In the context of golf, only the T and L subproblems can be fully isolated, since all of F, S and G remain sequentially dependent on other problems. Of T and L, T only relies on golf function: driving, unlike L, which relies on both driving and approach. Since the specialist architype models’ external solvers who are excellent drivers (but quite poor at approach strokes) we would expect that any assignment that matches specialists to only the T module would dominate. Of course, anytime a specialist drives will yield a performance improvement, but since specialists are also more expensive source of labour we would expect other assignments to negatively impact the cost in some cases.
To understand the impact of just this heuristic, in Figure 8, we illustrate the scale of improvement when Pros are replaced with Specs for the T module, for otherwise equivalent architectures. The blue bars show the percentage improvement in performance, for example, XSA captures the difference between SpecSpecAm and ProSpecAm assignments to the TFG architecture. The red bars show the equivalent delta for cost. In reading this figure it is important to realise that the change in performance or cost does not necessarily correspond to the highest quality assignments. Recall that SA, SAP and SAA were dominant and both show up with very high-performance improvements due to the S-T assignment, but with cost penalties compared to their PX equivalent, but not the Pro-H baseline.

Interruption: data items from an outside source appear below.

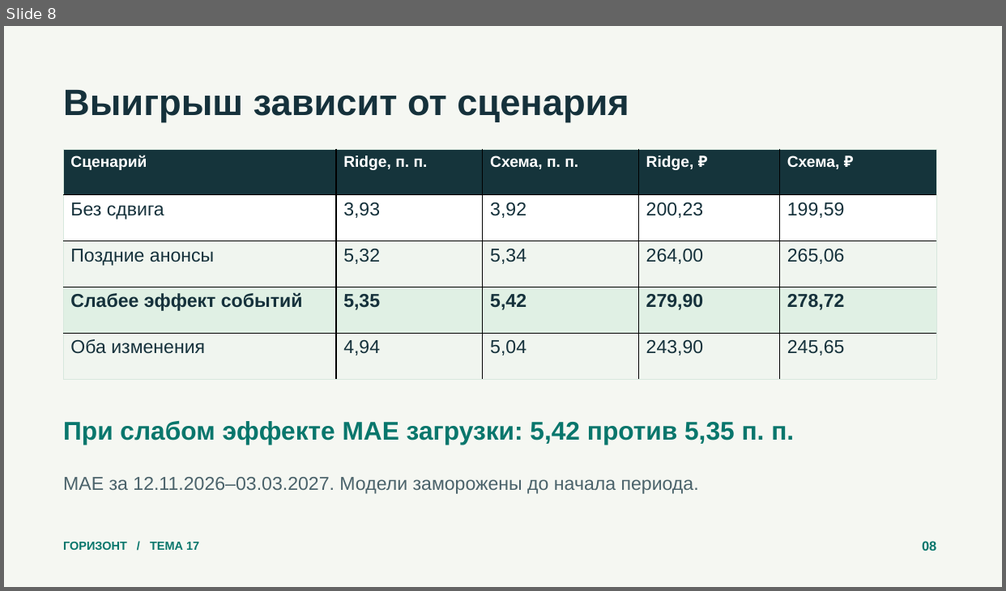
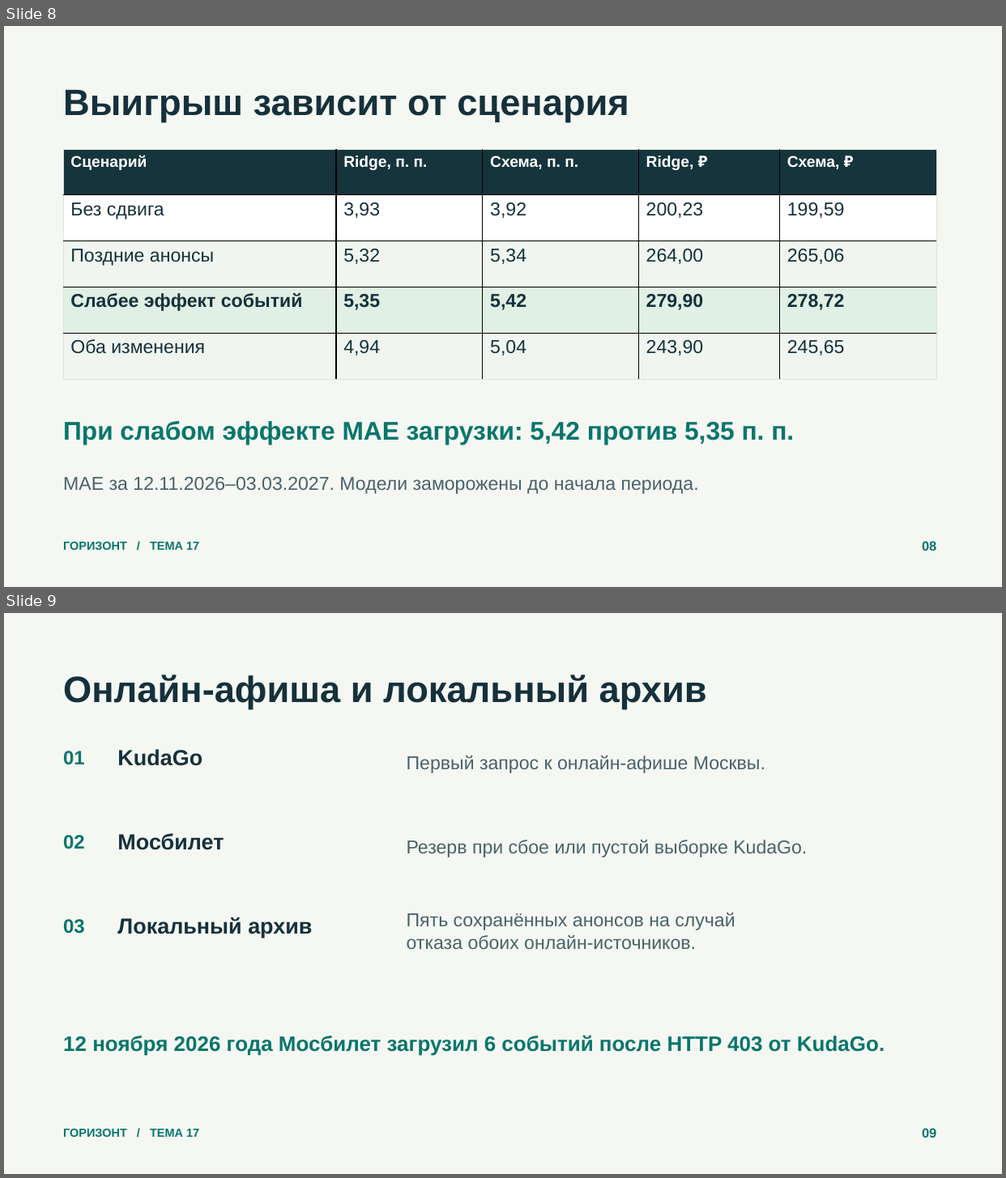
Before and after one commit to ReliqU/HotelForecast, a slide deck: deliverables/Презентация.pptx. Shown one above the other, each under a label of ours: slide 8 before the commit, slides 8 and 9 after it. The pictures are 1006x591 and 1006x1178 pixels, drawn with LibreOffice and Linux fonts; fonts in the diff are those of the drawing. Boxes give left, top, right and bottom in pixels: in the first picture for what was removed or moved away, otherwise in the second. Text is boxed around its words. In the diff, an @@ line names an element or a change of style, - is before the commit and + after.

```diff
--- a/deliverables/Презентация.pptx
+++ b/deliverables/Презентация.pptx
@@ slide 9 added at box(4, 613, 1002, 1174), background #F5F7F2 @@
@@ text added at box(63, 675, 707, 709), 35.2 pt, text #15313B, bold @@
+Онлайн-афиша и локальный архив
@@ text added at box(63, 751, 85, 765), 18.8 pt, text #08766C, bold @@
+01
@@ text added at box(117, 749, 202, 766), 21 pt, text #15313B, bold @@
+KudaGo
@@ text added at box(407, 756, 765, 773), 18 pt, text #4A626A @@
+Первый запрос к онлайн-афише Москвы.
@@ text added at box(63, 835, 85, 850), 18.8 pt, text #08766C, bold @@
+02
@@ text added at box(117, 833, 224, 850), 21 pt, text #15313B, bold @@
+Мосбилет
@@ text added at box(407, 840, 807, 858), 18 pt, text #4A626A @@
+Резерв при сбое или пустой выборке KudaGo.
@@ text added at box(63, 919, 85, 934), 18.8 pt, text #08766C, bold @@
+03
@@ text added at box(117, 918, 312, 938), 21 pt, text #15313B, bold @@
+Локальный архив
@@ text added at box(407, 913, 735, 949), 18 pt, text #4A626A @@
+Пять сохранённых анонсов на случай
+отказа обоих онлайн-источников.
@@ text added at box(63, 1035, 884, 1056), 20.2 pt, text #08766C, bold @@
+12 ноября 2026 года Мосбилет загрузил 6 событий после HTTP 403 от KudaGo.
@@ text added at box(63, 1129, 199, 1137), 11.2 pt, text #08766C, bold @@
+ГОРИЗОНТ / ТЕМА 17
@@ text added at box(922, 1128, 936, 1138), 12.8 pt, text #08766C, bold @@
+09
```
Also in this commit, not shown: 2 slides changed, 3 other slides added, 2 slides removed, 25 other files.

Figure 8 shows that a Spec-T assignment yields performance benefits across the board. Although they vary depending on the rest of the decomposition, they are all positive and significant.Footnote 2 When all else is held constant, on average, replacing a Pro with a Spec improves performance by ~29% and the range of improvement is between ~20 and ~33%. In terms of cost, although Specs are more expensive to utilise than the Pros, on average, the Isolate heuristic results in an 8% reduction of cost, with results varying from ~14% more expensive to 24% less expensive. The variability in these results can be explained in terms of the sequential dependency of golf, and specifically the impact of a long drive on the remaining solving. Although Specs always yield a closer ball position than a Pro that assignment always comes with a higher cost, but does not always result in fewer remaining strokes. For example, if an amateur tournament can reliably reach the green in one stroke from anywhere less than 250 yards out, a ball position of 50 is functionally equivalent to 250. In contrast Specs (and their corresponding three bids) are less reliable in their approach, so benefit much more from the better fairway position, which is why the XSX/XS assignments see the most improvement in cost. This highlights some of the subtleties in the assignment problem that will enable a SASA approach more broadly.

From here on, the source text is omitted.